## INSTRUCTIONS TO FOLLOW:
For each line of the data that includes the word "base", copy the line.

Stored data entries:
================================
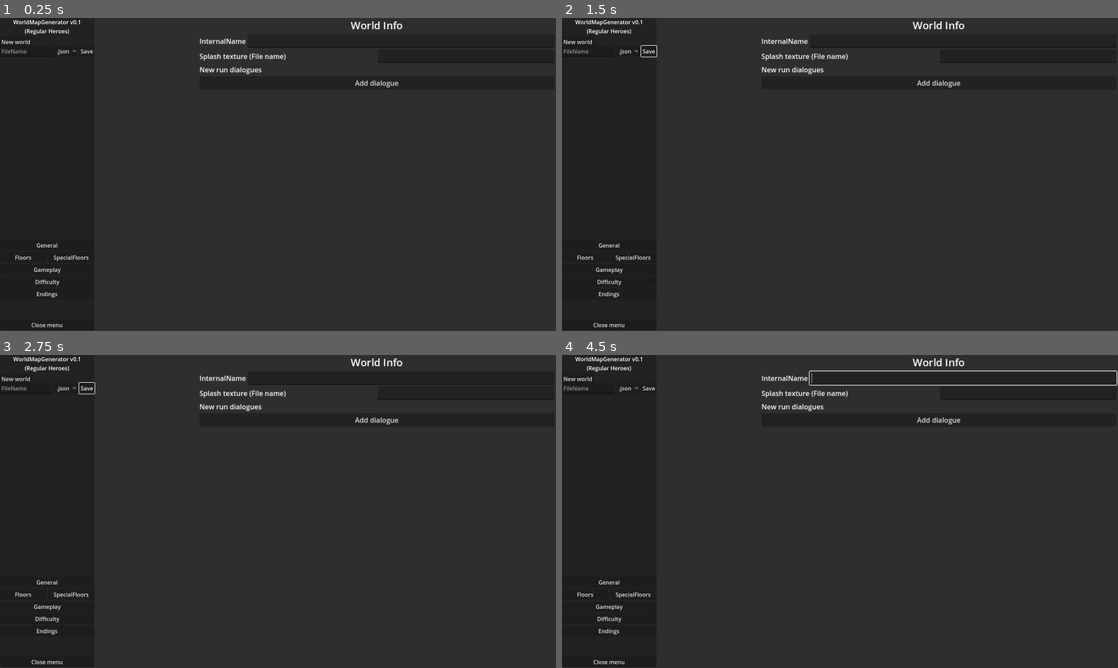
Above: before the commit, frames 1-4 (two rows, left to right).
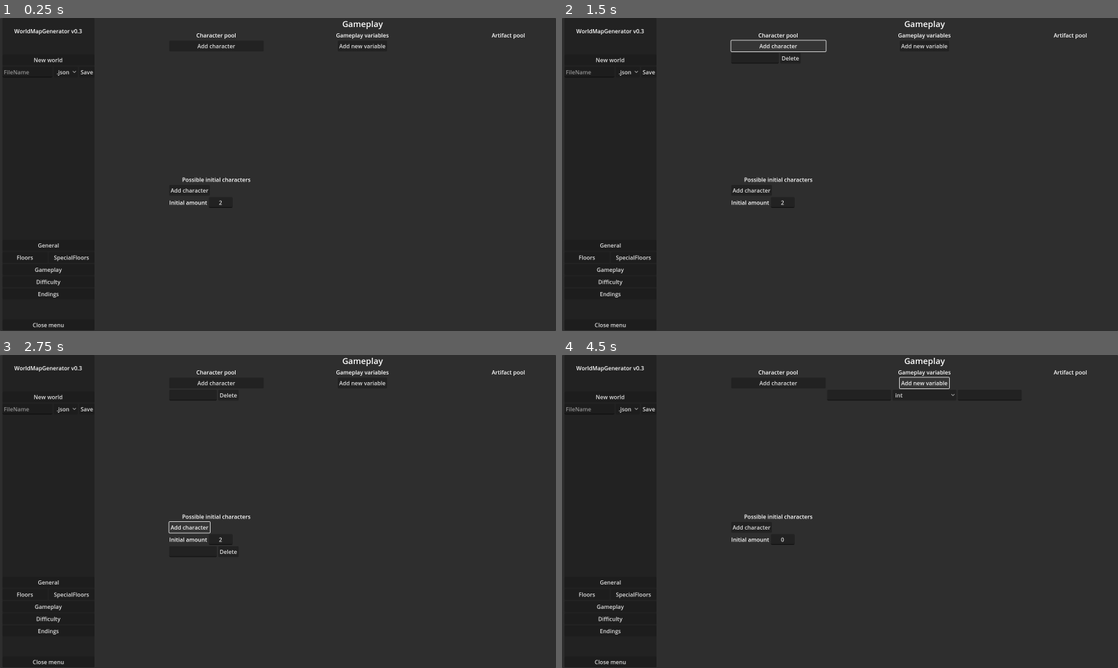
Above: after the commit, the same moments.

Repository: j-madariaga/godot-regh-world-creator
Game: Godot game, scene res://src/Scenes/MainWindow.tscn
Two runs of this game, one before a commit and one after it. Both use one fixed random seed, a clock stepped at 60 frames per second and the inputs below.
Inputs (mouse positions are in pixels of both pictures, inside the frame that each line leads up to):
- Up to frame 1 (0.25 s): no input
- Up to frame 2 (1.5 s): click "Save" at 0.5 s; click (778, 46) at 1.25 s, where only the run after the commit has a clickable "Add character"
- Up to frame 3 (2.75 s): click (189, 527) at 2 s, where only the run after the commit has a clickable "Add character"
- Up to frame 4 (4.5 s): click "New world" at 2.75 s; click "New world" at 3.5 s; click (923, 383) at 4.25 s, where only the run after the commit has a clickable "Add new variable"

The runs differ from the first frame. In frame 1, 1.9% of the frame differs, in the area x 0-100%, y 0-99%; in frame 2, 2.1%; in frame 3, 2.1%; in frame 4, 2.4%.
Error before the commit: Attempt to call function 'is_open' in base 'null instance' on a null instance. (res://src/Scripts/UI/WorldMapCreator.gd:227)
Error after the commit: Attempt to call function 'is_open' in base 'null instance' on a null instance. (res://src/Scripts/UI/WorldMapCreator.gd:252)

Commit message:
Character pools

Diff:
--- a/src/Scenes/MainWindow.tscn
+++ b/src/Scenes/MainWindow.tscn
@@ -11,6 +11,7 @@
 script = ExtResource("1_m2b2n")
 
 [node name="SideMenuButton" type="Button" parent="."]
+visible = false
 layout_mode = 0
 offset_right = 86.0
 offset_bottom = 59.0
@@ -18,30 +19,32 @@
 
 [node name="SideMenu" type="PanelContainer" parent="."]
 layout_mode = 1
-offset_right = 272.0
-offset_bottom = 898.0
+anchors_preset = -1
+anchor_right = 0.17
+anchor_bottom = 0.998
+offset_left = 7.0
+offset_bottom = -0.200012
 
 [node name="VBoxContainer" type="VBoxContainer" parent="SideMenu"]
 layout_mode = 2
 
 [node name="Title" type="Label" parent="SideMenu/VBoxContainer"]
 layout_mode = 2
-text = "WorldMapGenerator v0.1
-(Regular Heroes)"
-horizontal_alignment = 1
-vertical_alignment = 1
-
-[node name="Separator5" type="Label" parent="SideMenu/VBoxContainer"]
-layout_mode = 2
-
-[node name="New world" type="Button" parent="SideMenu/VBoxContainer/Separator5"]
-layout_mode = 0
-offset_right = 8.0
-offset_bottom = 8.0
+text = "
+WorldMapGenerator v0.3
+
+"
+horizontal_alignment = 1
+vertical_alignment = 1
+
+[node name="New world" type="Button" parent="SideMenu/VBoxContainer"]
+layout_mode = 2
 text = "New world"
 
 [node name="FileSave" type="HBoxContainer" parent="SideMenu/VBoxContainer"]
 layout_mode = 2
+size_flags_vertical = 3
+size_flags_stretch_ratio = 0.05
 
 [node name="FilenameInput" type="LineEdit" parent="SideMenu/VBoxContainer/FileSave"]
 layout_mode = 2
@@ -75,7 +78,7 @@
 layout_mode = 2
 size_flags_horizontal = 3
 size_flags_vertical = 3
-size_flags_stretch_ratio = 2.09
+size_flags_stretch_ratio = 0.97
 
 [node name="Separator4" type="Label" parent="SideMenu/VBoxContainer"]
 layout_mode = 2
@@ -123,6 +126,7 @@
 text = "Close menu"
 
 [node name="WorldInfoScreen" type="VBoxContainer" parent="."]
+visible = false
 layout_mode = 1
 anchors_preset = -1
 anchor_left = 0.465
@@ -294,7 +298,6 @@
 size_flags_horizontal = 3
 
 [node name="GameplayScreen" type="VBoxContainer" parent="."]
-visible = false
 layout_mode = 1
 anchors_preset = 11
 anchor_left = 1.0
@@ -327,11 +330,50 @@
 horizontal_alignment = 1
 vertical_alignment = 1
 
+[node name="AddChar" type="Button" parent="GameplayScreen/Hold/Characters"]
+layout_mode = 2
+text = "Add character"
+
 [node name="ScrollContainer" type="ScrollContainer" parent="GameplayScreen/Hold/Characters"]
 layout_mode = 2
-
-[node name="VBoxContainer" type="VBoxContainer" parent="GameplayScreen/Hold/Characters/ScrollContainer"]
-layout_mode = 2
+size_flags_vertical = 3
+
+[node name="CharPool" type="VBoxContainer" parent="GameplayScreen/Hold/Characters/ScrollContainer"]
+layout_mode = 2
+size_flags_vertical = 3
+
+[node name="Label2" type="Label" parent="GameplayScreen/Hold/Characters"]
+layout_mode = 2
+text = "Possible initial characters"
+horizontal_alignment = 1
+vertical_alignment = 1
+
+[node name="AddInitChar" type="Button" parent="GameplayScreen/Hold/Characters"]
+layout_mode = 2
+size_flags_horizontal = 0
+text = "Add character"
+
+[node name="HBoxContainer" type="HBoxContainer" parent="GameplayScreen/Hold/Characters"]
+layout_mode = 2
+
+[node name="Label2" type="Label" parent="GameplayScreen/Hold/Characters/HBoxContainer"]
+layout_mode = 2
+text = "Initial amount"
+horizontal_alignment = 1
+vertical_alignment = 1
+
+[node name="InitPartySize" type="LineEdit" parent="GameplayScreen/Hold/Characters/HBoxContainer"]
+layout_mode = 2
+text = "2"
+alignment = 1
+
+[node name="ScrollContainer2" type="ScrollContainer" parent="GameplayScreen/Hold/Characters"]
+layout_mode = 2
+size_flags_vertical = 3
+
+[node name="InitCharPool" type="VBoxContainer" parent="GameplayScreen/Hold/Characters/ScrollContainer2"]
+layout_mode = 2
+size_flags_vertical = 3
 
 [node name="Rules" type="VBoxContainer" parent="GameplayScreen/Hold"]
 layout_mode = 2
@@ -422,7 +464,7 @@
 size_flags_vertical = 3
 
 [connection signal="button_up" from="SideMenuButton" to="." method="ToggleSideMenu" binds= [true]]
-[connection signal="button_up" from="SideMenu/VBoxContainer/Separator5/New world" to="." method="NewWorld"]
+[connection signal="button_up" from="SideMenu/VBoxContainer/New world" to="." method="NewWorld"]
 [connection signal="button_up" from="SideMenu/VBoxContainer/FileSave/SaveButton" to="." method="Save"]
 [connection signal="button_up" from="SideMenu/VBoxContainer/GeneralInfo" to="." method="OpenMenu" binds= [0]]
 [connection signal="button_up" from="SideMenu/VBoxContainer/FloorInfo/MainFloors" to="." method="OpenMenu" binds= [1]]
@@ -434,5 +476,7 @@
 [connection signal="button_up" from="WorldInfoScreen/AddBootDialogue" to="." method="AddBootDialogueEntry"]
 [connection signal="button_up" from="FloorInfoScreen/HBoxContainer/AddFloorButton" to="." method="AddFloorButton"]
 [connection signal="button_up" from="SpecialFloorScreen/HBoxContainer/AddFloorButton" to="." method="AddSpecialFloorButton"]
+[connection signal="button_up" from="GameplayScreen/Hold/Characters/AddChar" to="." method="AddCharacterEntry"]
+[connection signal="button_up" from="GameplayScreen/Hold/Characters/AddInitChar" to="." method="AddCharacterEntry" binds= [true]]
 [connection signal="button_up" from="GameplayScreen/Hold/Rules/Button" to="." method="AddGameplayVariable"]
 [connection signal="button_up" from="EndingsScreen/AddEnding" to="." method="AddWorldEnding"]
--- /dev/null
+++ b/src/Scenes/Utils/CharacterEntry.tscn
@@ -0,0 +1,20 @@
+[gd_scene load_steps=2 format=3 uid="uid://dapsoqn1isunf"]
+
+[ext_resource type="Script" uid="uid://dhpq64mkrmrft" path="res://src/Scripts/UI/CharacterEntry.gd" id="1_hmel0"]
+
+[node name="CharacterEntry" type="HBoxContainer"]
+custom_minimum_size = Vector2(200, 0)
+offset_right = 131.0
+offset_bottom = 31.0
+size_flags_horizontal = 3
+script = ExtResource("1_hmel0")
+
+[node name="CharName" type="LineEdit" parent="."]
+layout_mode = 2
+size_flags_horizontal = 3
+
+[node name="Button" type="Button" parent="."]
+layout_mode = 2
+text = "Delete"
+
+[connection signal="button_up" from="Button" to="." method="OnDelete"]
--- a/src/Scenes/Utils/ProjectButton.tscn
+++ b/src/Scenes/Utils/ProjectButton.tscn
@@ -3,9 +3,10 @@
 [ext_resource type="Script" uid="uid://dr05vu34tfb57" path="res://src/Scripts/UI/ProjectButton.gd" id="1_vf4lu"]
 
 [node name="ProjectButton" type="HBoxContainer"]
+custom_minimum_size = Vector2(0, 50)
 offset_right = 229.0
 offset_bottom = 31.0
-size_flags_horizontal = 0
+alignment = 1
 script = ExtResource("1_vf4lu")
 
 [node name="Name" type="Label" parent="."]
@@ -13,6 +14,7 @@
 size_flags_horizontal = 3
 size_flags_stretch_ratio = 2.65
 text = "PROJECT_NAME"
+horizontal_alignment = 1
 
 [node name="Button" type="Button" parent="."]
 layout_mode = 2
--- /dev/null
+++ b/src/Scripts/UI/CharacterEntry.gd
@@ -0,0 +1,7 @@
+class_name CharacterEntry
+extends HBoxContainer
+
+@onready var charName = $CharName
+
+func OnDelete():
+	queue_free();
--- a/src/Scripts/UI/WorldMapCreator.gd
+++ b/src/Scripts/UI/WorldMapCreator.gd
@@ -5,6 +5,7 @@
 const DIAL_ENTRY_OBJ = preload("res://src/Scenes/Utils/DialogueEntry.tscn")
 const WORLD_ENDING_OBJ = preload("res://src/Scenes/Utils/WorldEndingObj.tscn")
 const GAME_VAR_OBJ = preload("res://src/Scenes/Utils/GameplayVarEntry.tscn")
+const CHAR_ENTRY = preload("res://src/Scenes/Utils/CharacterEntry.tscn")
 
 @onready var sideMenu = $SideMenu
 @onready var sideMenuButton = $SideMenuButton
@@ -32,6 +33,10 @@
 
 @onready var gameplayVarList = $GameplayScreen/Hold/Rules/GameplayVarList
 
+@onready var charPool = $GameplayScreen/Hold/Characters/ScrollContainer/CharPool
+@onready var initCharPool = $GameplayScreen/Hold/Characters/ScrollContainer2/InitCharPool
+@onready var initPartySize = $GameplayScreen/Hold/Characters/HBoxContainer/InitPartySize
+
 @onready var endingList = $EndingsScreen/Scroll/EndingList
 
 signal onProjectLoad(String);
@@ -61,6 +66,19 @@
 func AddWorldEnding():
 	var end = WORLD_ENDING_OBJ.instantiate();
 	endingList.add_child(end);
+
+	return;
+
+func AddCharacterEntry(initParty : bool = false, data : Variant = null):
+	var entry = CHAR_ENTRY.instantiate();
+
+	if initParty:
+		initCharPool.add_child(entry);
+	else:
+		charPool.add_child(entry);
+
+	if data != null:
+		entry.charName.text = data;
 
 	return;
 
@@ -184,6 +202,13 @@
 		var entry = v.Save()
 		worldRes.gameplayVariables[entry["entryName"]] = entry["entryValue"];
 
+	worldRes.characters.clear();
+	worldRes.initCharacters.clear();
+	worldRes.initPartySize = int(initPartySize.text);
+	for ch in charPool.get_children():
+		worldRes.characters.append(ch.charName.text);
+	for ch in initCharPool.get_children():
+		worldRes.initCharacters.append(ch.charName.text);
 
 
 	for end : WorldEndingObj in endingList.get_children():
@@ -291,6 +316,12 @@
 		vObj.Load(v, worldRes.gameplayVariables[v]);
 
 
+	initPartySize.text = str(worldRes.initPartySize);
+	for c in worldRes.characters:
+		AddCharacterEntry(false, c);
+	for c in worldRes.initCharacters:
+		AddCharacterEntry(true, c);
+
 
 	for end in worldRes.endings:
 		var endObj = WORLD_ENDING_OBJ.instantiate();
@@ -335,6 +366,13 @@
 	for v in gameplayVarList.get_children():
 		v.queue_free();
 
+	for c in charPool.get_children():
+		c.queue_free()
+
+	initPartySize.text = "0";
+	for c in initCharPool.get_children():
+		c.queue_free()
+
 	for end in endingList.get_children():
 		end.queue_free()
 
--- a/src/Scripts/WorldData/WorldResource.gd
+++ b/src/Scripts/WorldData/WorldResource.gd
@@ -18,6 +18,8 @@
 
 @export_group("Gameplay variables")
 @export var characters : Array[String] = [];
+@export var initCharacters : Array[String] = [];
+@export var initPartySize : int = 1;
 @export var artifacts : Array[String] = [];
 @export var gameplayVariables : Dictionary = {};
 @export var gameplayScript : Script;
================================
## WRITTEN ANSWER:
Error before the commit: Attempt to call function 'is_open' in base 'null instance' on a null instance. (res://src/Scripts/UI/WorldMapCreator.gd:227)
Error after the commit: Attempt to call function 'is_open' in base 'null instance' on a null instance. (res://src/Scripts/UI/WorldMapCreator.gd:252)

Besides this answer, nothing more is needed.